La mirada mediática se concentró, como debe ser, en el motivo principal, y no es fácil discernir si para dar realce a las gráficas del despojo mortal, los militares invasores emplearon un marco de madera o uno de aluminio dorado; parece más bien lo segundo, sobre todo, si se toma en cuenta el gusto imperante en las bases castrenses y el cálculo previsible sobre la durabilidad de los materiales en condiciones de uso rudo. No tiene mucha importancia. El hecho es que alguien del alto mando ordenó la producción de amplificaciones y las mandó a enmarcar para ofrecerlas a la opinión pública, y eso suscita algunas preguntas: ¿Hicieron las copias con un plotter de gran formato? ¿Subcontrataron el trabajo a alguna de las empresas que hacen negocios en Irak? ¿Tiene el ejército de Estados Unidos su propia división de marquetería, o bien enviaron a un mensajero a que encargara un trabajo urgente en un establecimiento iraquí, cercano al cuartel general? ¿Quién decidió el color y el ancho de la María Luisa o del passepartout? ¿Y cuál es el destino de estas fotos enmarcadas después de la conferencia de prensa? ¿Serán enviadas a una bodega en Oklahoma o adornarán el despacho de un teniente coronel?

Hay que reconocer que, en esta ocasión, la presentación de la presa ante el público fue un poco menos enferma que la exhibición en pedazos de los organismos difuntos de los hijos de Saddam Hussein, ensamblados, resanados y maquillados para que se parecieran lejanamente a los individuos vivos. Pero el principio del ritual es el mismo: se trata de dar cuenta de las dotes guerreras propias y de incorporar a ellas la potencia del jabalí recién cazado.

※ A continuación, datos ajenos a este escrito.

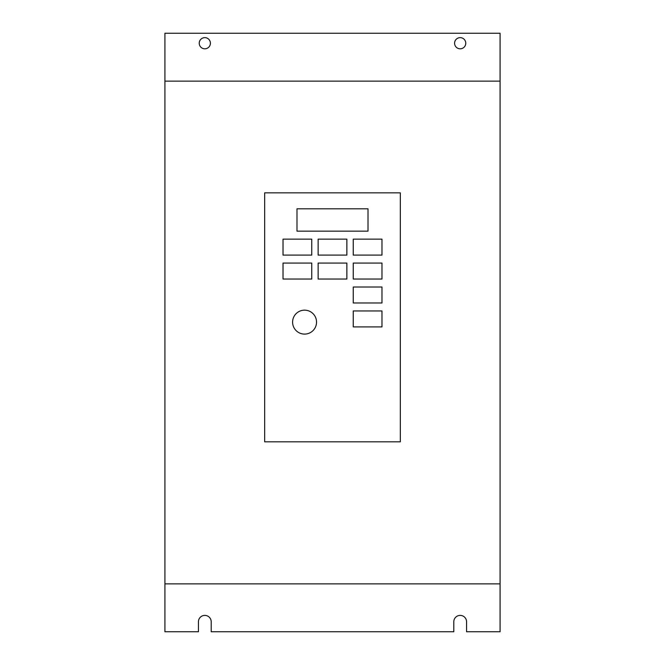 <?xml version="1.0" encoding="UTF-8"?>
<svg xmlns="http://www.w3.org/2000/svg" width="665" height="665" viewBox="0 0 665 665"><rect width="100%" height="100%" fill="white"/><g stroke="black" fill="none" stroke-linecap="round" stroke-linejoin="round"><path stroke-width="0.5" stroke-dasharray="3.33 2.49" d="M465.766 43.225A5.586 5.586 0 0 1 460.18 48.811A5.586 5.586 0 0 1 454.594 43.225A5.586 5.586 0 0 1 460.18 37.639A5.586 5.586 0 0 1 465.766 43.225M210.406 43.225A5.586 5.586 0 0 1 204.82 48.811A5.586 5.586 0 0 1 199.234 43.225A5.586 5.586 0 0 1 204.82 37.639A5.586 5.586 0 0 1 210.406 43.225M316.54 322.126A11.97 11.97 0 0 0 304.57 310.156A11.97 11.97 0 0 0 292.6 322.126A11.97 11.97 0 0 0 304.57 334.096A11.97 11.97 0 0 0 316.54 322.126M164.92 631.75L198.436 631.75L198.436 621.775A6.384 6.384 0 0 1 204.82 615.391A6.384 6.384 0 0 1 211.204 621.775L211.204 631.75L453.796 631.75L453.796 621.775A6.384 6.384 0 0 1 460.18 615.391A6.384 6.384 0 0 1 466.564 621.775L466.564 631.75L500.08 631.75L500.08 33.25L164.92 33.25L164.92 631.75M400.33 441.826L400.33 192.85L264.67 192.85L264.67 441.826L400.33 441.826M368.011 208.81L296.989 208.81L296.989 231.154L368.011 231.154L368.011 208.81M283.024 255.094L311.752 255.094L311.752 239.134L283.024 239.134L283.024 255.094M283.024 279.034L311.752 279.034L311.752 263.074L283.024 263.074L283.024 279.034M318.136 255.094L346.864 255.094L346.864 239.134L318.136 239.134L318.136 255.094M318.136 279.034L346.864 279.034L346.864 263.074L318.136 263.074L318.136 279.034M353.248 255.094L381.976 255.094L381.976 239.134L353.248 239.134L353.248 255.094M353.248 279.034L381.976 279.034L381.976 263.074L353.248 263.074L353.248 279.034M353.248 302.974L381.976 302.974L381.976 287.014L353.248 287.014L353.248 302.974M353.248 326.914L381.976 326.914L381.976 310.954L353.248 310.954L353.248 326.914M500.08 583.87L164.92 583.87M164.92 81.13L500.08 81.13"/><path stroke-width="1" d="M465.766 43.225A5.586 5.586 0 0 1 460.18 48.811A5.586 5.586 0 0 1 454.594 43.225A5.586 5.586 0 0 1 460.18 37.639A5.586 5.586 0 0 1 465.766 43.225M210.406 43.225A5.586 5.586 0 0 1 204.82 48.811A5.586 5.586 0 0 1 199.234 43.225A5.586 5.586 0 0 1 204.82 37.639A5.586 5.586 0 0 1 210.406 43.225M316.54 322.126A11.97 11.97 0 0 0 304.57 310.156A11.97 11.97 0 0 0 292.6 322.126A11.97 11.97 0 0 0 304.57 334.096A11.97 11.97 0 0 0 316.54 322.126M164.92 631.75L198.436 631.75L198.436 621.775A6.384 6.384 0 0 1 204.82 615.391A6.384 6.384 0 0 1 211.204 621.775L211.204 631.75L453.796 631.75L453.796 621.775A6.384 6.384 0 0 1 460.18 615.391A6.384 6.384 0 0 1 466.564 621.775L466.564 631.75L500.08 631.75L500.08 33.25L164.92 33.25L164.92 631.75M400.33 192.85L264.67 192.85L264.67 441.826L400.33 441.826L400.33 192.85M164.92 81.13L500.08 81.13M500.08 583.87L164.92 583.87M368.011 231.154L368.011 208.81L296.989 208.81L296.989 231.154L368.011 231.154M283.024 239.134L283.024 255.094L311.752 255.094L311.752 239.134L283.024 239.134M283.024 263.074L283.024 279.034L311.752 279.034L311.752 263.074L283.024 263.074M318.136 239.134L318.136 255.094L346.864 255.094L346.864 239.134L318.136 239.134M318.136 263.074L318.136 279.034L346.864 279.034L346.864 263.074L318.136 263.074M353.248 239.134L353.248 255.094L381.976 255.094L381.976 239.134L353.248 239.134M353.248 263.074L353.248 279.034L381.976 279.034L381.976 263.074L353.248 263.074M353.248 287.014L353.248 302.974L381.976 302.974L381.976 287.014L353.248 287.014M353.248 310.954L353.248 326.914L381.976 326.914L381.976 310.954L353.248 310.954"/></g></svg>

Hace ya algunas centurias que alguien descubrió barbarie en la exhibición de estos trofeos cuando la pieza pertenece a la especie humana, pero la noción no termina de asentarse: ha pasado un siglo desde que los soldados turcos posaban para las cámaras de fuelle con las cabezas de los armenios exterminados y la costumbre no pierde arraigo; ahora, en nombre de la civilización occidental, los estadunidenses siguen organizando ceremonias para devorar el hígado del adversario caído. Pero cómo se escandalizan cuando el enemigo muestra en grabaciones videográficas las testas cortadas de los rehenes extranjeros.

Este Al Zarqawi era un hombre misterioso y polémico; no parece muy probable que haya sido el gran dirigente de la resistencia iraquí, como lo presentan sus verdugos, ni hay indicios para suponer que tras su muerte amainen las acciones de la insurgencia. Da la impresión, en todo caso, que para los invasores resultaba más útil vivo que muerto (como ocurre con Bin Laden), porque ahora tienen, en un marquito casi tan horrendo como el asesinato de guerra, la foto de su cadáver, y se han quedado sin un sujeto en quien individualizar las fuerzas del Mal. Adicionalmente, dieron una prueba más de que esta guerra no es ninguna empresa civilizatoria sino una aventura salvaje y carnicera en la que se degrada todo mundo: victimarios, víctimas y testigos, así sea involuntarios.